Pythagoras' Theorem and Trigonometry
Pythagoras' Theorem
In a right-angled triangle, the square on the hypotenuse equals the sum of the squares on the other two sides:
$$c^2 = a^2 + b^2$$
where $c$ is the hypotenuse (the side opposite the right angle — always the longest side).

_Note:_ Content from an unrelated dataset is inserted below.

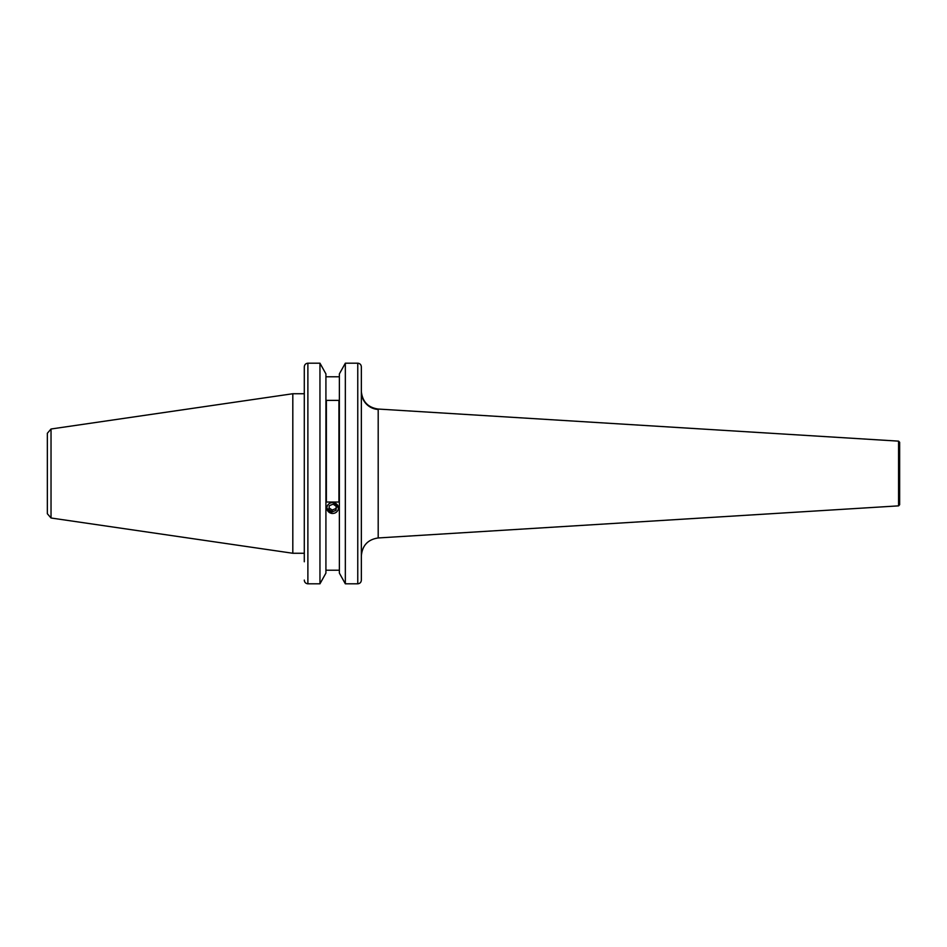 <?xml version="1.0" encoding="UTF-8"?>
<svg xmlns="http://www.w3.org/2000/svg" width="947" height="947" viewBox="0 0 947 947"><rect width="100%" height="100%" fill="white"/><g stroke="black" fill="none" stroke-linecap="round" stroke-linejoin="round"><path stroke-width="1.42" d="M898.573 441.136L899.65 442.285L899.65 504.715L898.573 505.864L898.573 441.136L378.184 409.045C368.123 407.577 362.512 401.788 361.352 391.679A17.946 17.827 180 0 0 378.196 409.471L378.196 537.955C367.886 539.506 362.275 545.472 361.352 555.865L361.352 366.903C361.174 364.678 359.978 363.447 357.765 363.186C359.978 363.435 361.174 364.678 361.352 366.903L361.352 580.097C361.174 582.322 359.978 583.565 357.765 583.814L345.335 583.814L345.335 363.186L339.369 373.899L345.335 363.186L357.765 363.186L357.765 583.814L345.335 583.814L339.369 573.101L339.369 373.899M331.983 513.487L326.727 508.018M304.295 553.261L292.812 553.261L292.812 393.739L51.031 429.003L47.35 433.264L47.35 513.736L51.031 517.997L51.031 429.003M325.922 373.899L319.956 363.186L325.922 373.899L325.922 573.101L319.956 583.814L319.956 363.186L307.882 363.186C305.68 363.447 304.484 364.678 304.295 366.903L304.295 393.739L292.812 393.739M898.573 505.864L378.196 537.955M325.922 376.788L339.369 376.788M325.922 570.212L339.369 570.212M333.32 502.431L338.564 508.018M326.372 400.38L326.372 502.04L338.931 502.04L338.931 400.38L326.372 400.38M304.295 561.76L304.295 366.903M304.295 580.097C304.484 582.322 305.68 583.565 307.882 583.814L319.956 583.814L325.922 573.101M339.369 573.101L345.335 583.814M361.352 561.76L361.352 580.097M319.956 583.814L307.882 583.814L307.882 363.186M331.995 513.416A5.777 5.433 180 0 0 338.387 508.634A5.777 5.433 180 0 0 333.297 502.62A5.777 5.433 180 0 0 326.904 507.403A5.777 5.433 180 0 0 331.995 513.416M335.984 510.338L336.445 506.467L333.119 504.147L329.319 505.71L328.846 509.569L332.184 511.889L335.984 510.338L335.984 508.492L332.184 510.042L332.184 511.889M329.047 507.876L332.184 510.042M335.984 508.492L336.244 506.325M51.031 517.997L292.812 553.261"/></g></svg>

Finding the hypotenuse: $$c = \sqrt{a^2 + b^2}$$
Finding a shorter side: $$a = \sqrt{c^2 - b^2}$$
Example: A right-angled triangle has legs of 5 cm and 12 cm. Find the hypotenuse. $$h = \sqrt{5^2 + 12^2} = \sqrt{25 + 144} = \sqrt{169} = 13 \text{ cm}$$
Pythagorean triples — integer solutions to $a^2 + b^2 = c^2$:
- 3, 4, 5 (and multiples: 6, 8, 10; 9, 12, 15)
- 5, 12, 13
- 8, 15, 17
Trigonometric Ratios (SOHCAHTOA)
In a right-angled triangle, for angle $\theta$:
$$\sin\theta = \frac{\text{Opposite}}{\text{Hypotenuse}} = \frac{O}{H}$$ $$\cos\theta = \frac{\text{Adjacent}}{\text{Hypotenuse}} = \frac{A}{H}$$ $$\tan\theta = \frac{\text{Opposite}}{\text{Adjacent}} = \frac{O}{A}$$
Memory aid: SOH CAH TOA
Finding a side:
$$\text{side} = \text{hypotenuse} \times \sin\theta \quad \text{(to find opposite)}$$ $$\text{side} = \text{hypotenuse} \times \cos\theta \quad \text{(to find adjacent)}$$
Example: Find side $x$ in a right triangle with hypotenuse 10 cm and angle 35°. $$x = 10 \sin 35° = 10 \times 0.5736 \approx 5.74 \text{ cm}$$
Finding an angle:
Use the inverse trig function: $$\theta = \sin^{-1}\left(\frac{O}{H}\right), \quad \theta = \cos^{-1}\left(\frac{A}{H}\right), \quad \theta = \tan^{-1}\left(\frac{O}{A}\right)$$
Example: In a right triangle, opposite = 7 and adjacent = 10. Find the angle. $$\theta = \tan^{-1}\left(\frac{7}{10}\right) = \tan^{-1}(0.7) \approx 35.0°$$
Exact Values (Higher Tier)
| Angle ($\theta$) | $\sin\theta$ | $\cos\theta$ | $\tan\theta$ |
|---|---|---|---|
| 0° | 0 | 1 | 0 |
| 30° | $\frac{1}{2}$ | $\frac{\sqrt{3}}{2}$ | $\frac{1}{\sqrt{3}}$ |
| 45° | $\frac{\sqrt{2}}{2}$ | $\frac{\sqrt{2}}{2}$ | 1 |
| 60° | $\frac{\sqrt{3}}{2}$ | $\frac{1}{2}$ | $\sqrt{3}$ |
| 90° | 1 | 0 | undefined |
Angles of Elevation and Depression
- Angle of elevation: angle measured upward from horizontal
- Angle of depression: angle measured downward from horizontal
Both are measured from the horizontal line of sight.
WJEC Exam Tips
- Pythagoras: always identify the hypotenuse first — it is opposite the right angle.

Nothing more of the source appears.